→ Task directions
In the listing below, find each line that holds "removed" and list it.

→ Data in this exercise
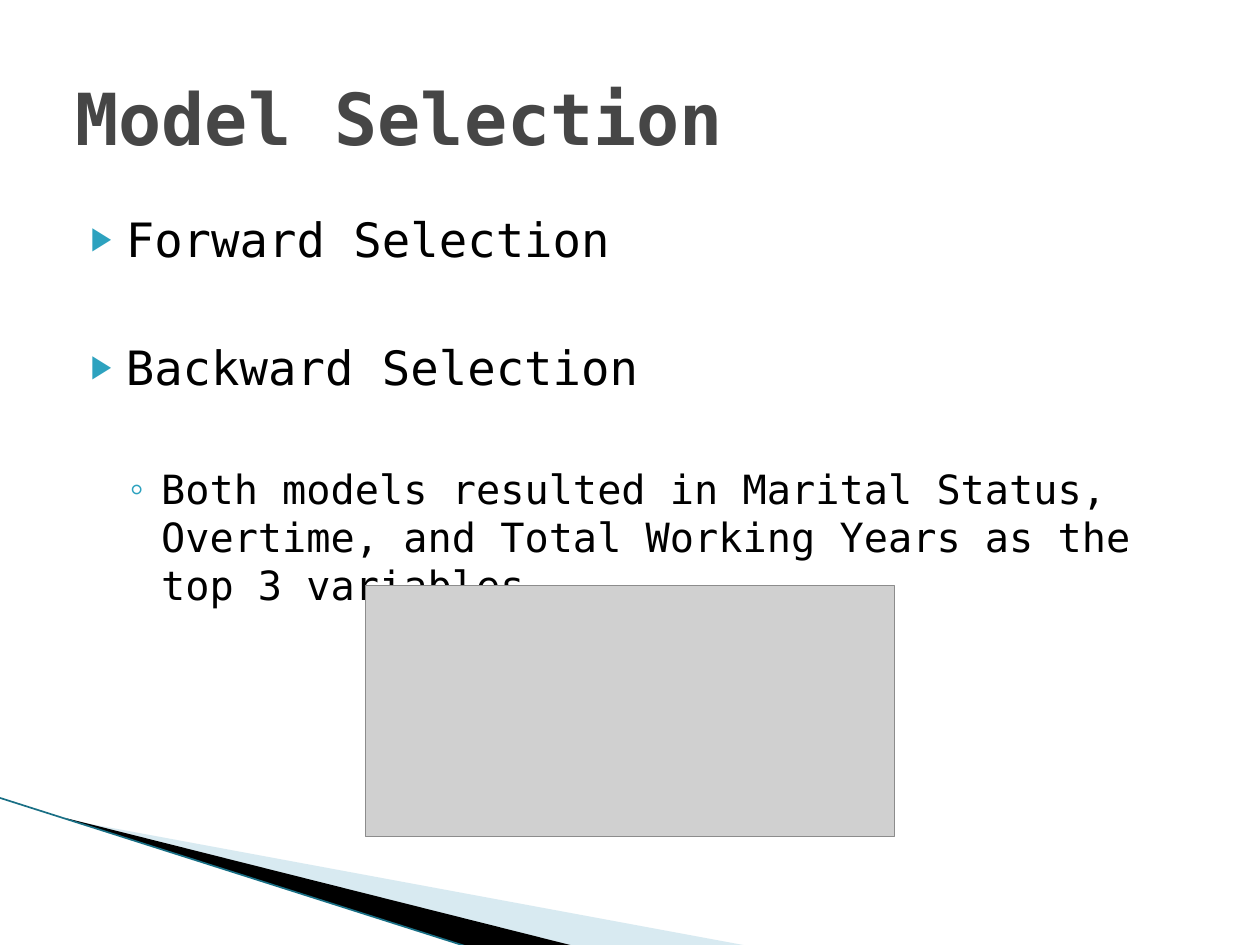
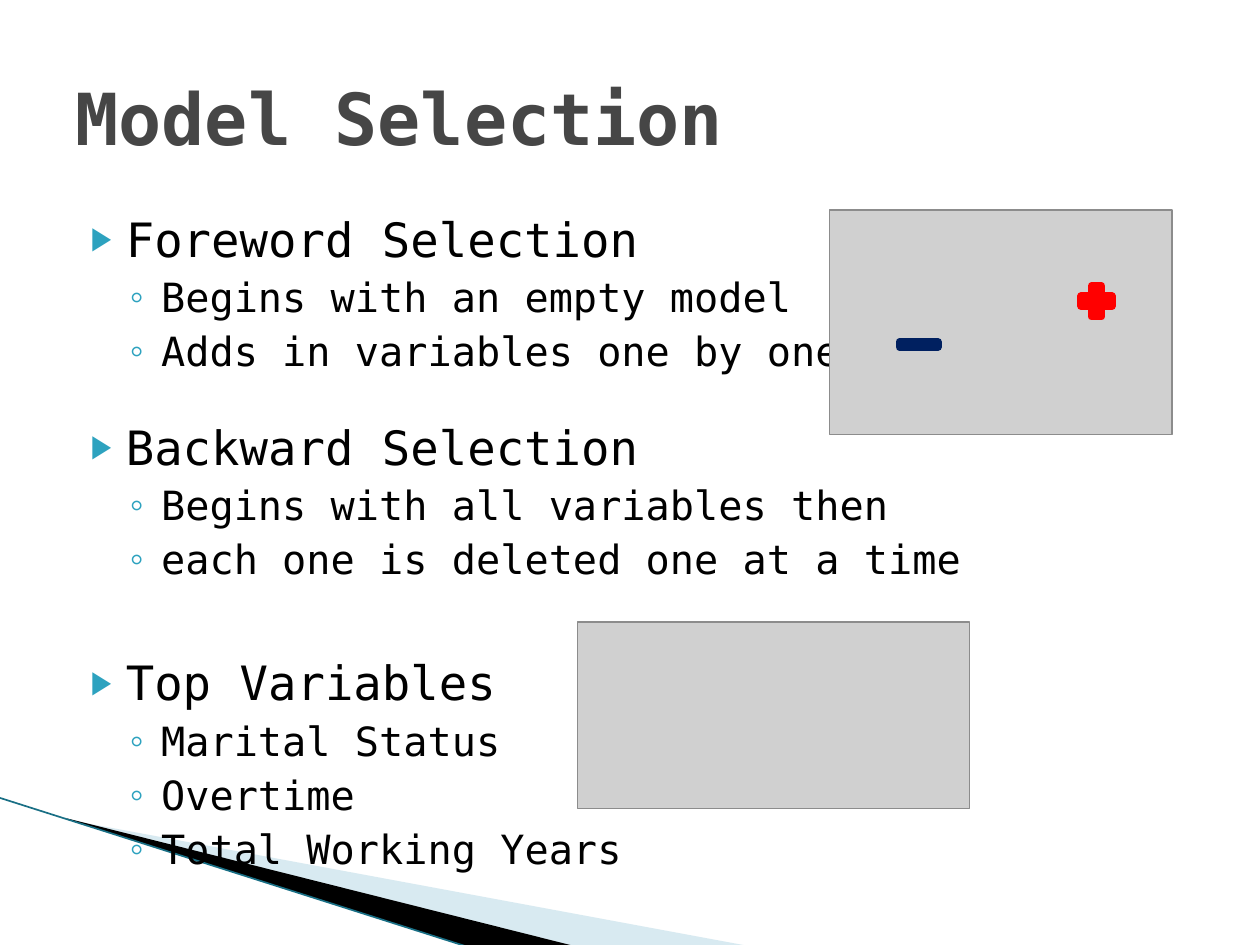
Before and after one commit to DataTex1/CaseStudy2, a slide deck: slide 11 of DDS Attrition Analysis.pptx (slide 12 before the commit). Drawn at 1260x945 pixels with LibreOffice and Linux fonts; fonts in the diff are those of the drawing; grey boxes stand for pictures; background and template pictures are left out. Boxes give left, top, right and bottom in pixels: in the first picture for what was removed or moved away, otherwise in the second. Text is boxed around its words. In the diff, an @@ line names an element or a change of style, - is before the commit and + after.

```diff
--- a/DDS Attrition Analysis.pptx
+++ b/DDS Attrition Analysis.pptx
@@ text at (126,220,840,376): text changed; size 27 to 23 pt @@
-▶ Forward Selection
+▶ Foreword Selection
+  ◦ Begins with an empty model
+  ◦ Adds in variables one by one
@@ picture added at (829,210,1172,435) @@
@@ plus sign added at (1076,280,1118,321), fill #FF0000, outline #FF0000 4.33 pt @@
@@ math minus added at (892,334,945,355), fill #002060, outline #002060 4.33 pt @@
@@ text at (126,489,961,811): text changed @@
-  ◦ Both models resulted in Marital Status, Overtime, and Total Working Years as the top 3 variables
+  ◦ Begins with all variables then
+  ◦ each one is deleted one at a time
+▶ Top Variables
+  ◦ Marital Status
+  ◦ Overtime
+  ◦ Total Working Years
@@ picture: place and size @@
-picture at (365,585,893,835)
+picture at (577,622,969,809)
```
Also in this commit, not shown: 1 other slide changed, 1 slide removed.

→ Solution
Before and after one commit to DataTex1/CaseStudy2, a slide deck: slide 11 of DDS Attrition Analysis.pptx (slide 12 before the commit). Drawn at 1260x945 pixels with LibreOffice and Linux fonts; fonts in the diff are those of the drawing; grey boxes stand for pictures; background and template pictures are left out. Boxes give left, top, right and bottom in pixels: in the first picture for what was removed or moved away, otherwise in the second. Text is boxed around its words. In the diff, an @@ line names an element or a change of style, - is before the commit and + after.
Also in this commit, not shown: 1 other slide changed, 1 slide removed.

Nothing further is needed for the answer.